> TO DO: Would you write out the entries below word for word, omitting the pictures?

> Dataset entries:

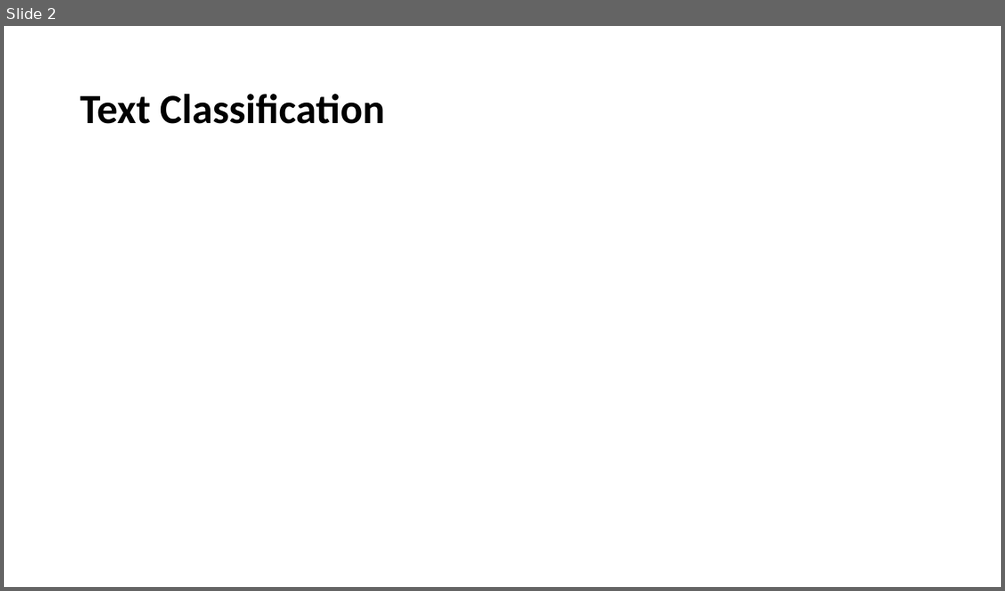
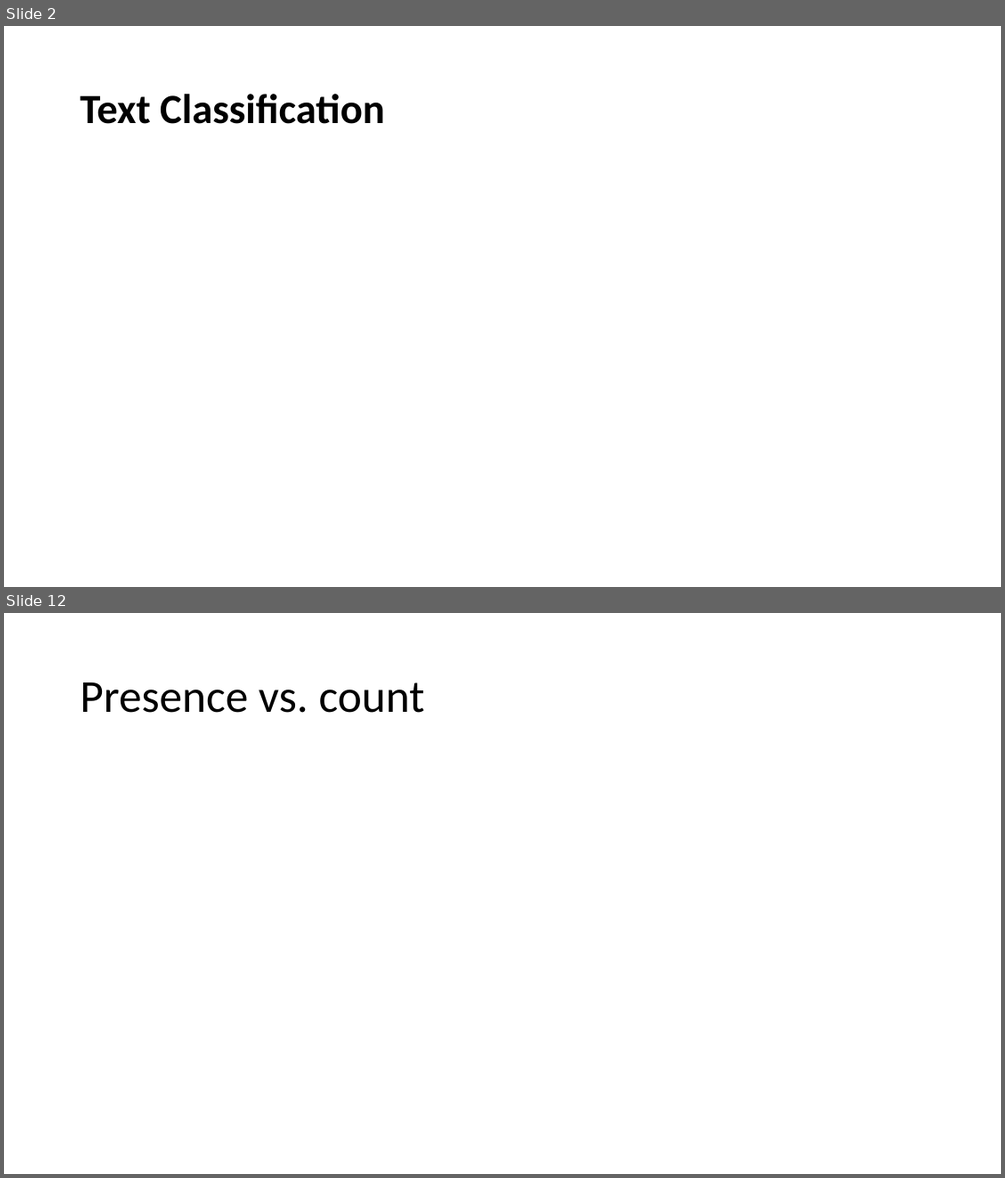
Before and after one commit to YeabinMoonEcon/BUS211, a slide deck: BUS243_NLP/lecture_notes/Lecture2.pptx. Shown one above the other, each under a label of ours: slide 2 before the commit, slides 2 and 12 after it; the slides between them are not shown. The pictures are 1005x591 and 1005x1178 pixels, drawn with LibreOffice and Linux fonts; fonts in the diff are those of the drawing; grey boxes stand for pictures. Boxes give left, top, right and bottom in pixels: in the first picture for what was removed or moved away, otherwise in the second. Text is boxed around its words. In the diff, an @@ line names an element or a change of style, - is before the commit and + after.

```diff
--- a/BUS243_NLP/lecture_notes/Lecture2.pptx
+++ b/BUS243_NLP/lecture_notes/Lecture2.pptx
@@ slide 12 added at (4,613,1001,1174), background #FFFFFF @@
@@ title added at (80,682,425,713), 44 pt, text #000000 @@
+Presence vs. count
```
Also in this commit, not shown: 1 slide changed, 8 other slides added, 1 other file.

> ANSWER TO THIS PROBLEM:
Before and after one commit to YeabinMoonEcon/BUS211, a slide deck: BUS243_NLP/lecture_notes/Lecture2.pptx. Shown one above the other, each under a label of ours: slide 2 before the commit, slides 2 and 12 after it; the slides between them are not shown. The pictures are 1005x591 and 1005x1178 pixels, drawn with LibreOffice and Linux fonts; fonts in the diff are those of the drawing; grey boxes stand for pictures. Boxes give left, top, right and bottom in pixels: in the first picture for what was removed or moved away, otherwise in the second. Text is boxed around its words. In the diff, an @@ line names an element or a change of style, - is before the commit and + after.

```diff
--- a/BUS243_NLP/lecture_notes/Lecture2.pptx
+++ b/BUS243_NLP/lecture_notes/Lecture2.pptx
@@ slide 12 added at (4,613,1001,1174), background #FFFFFF @@
@@ title added at (80,682,425,713), 44 pt, text #000000 @@
+Presence vs. count
```
Also in this commit, not shown: 1 slide changed, 8 other slides added, 1 other file.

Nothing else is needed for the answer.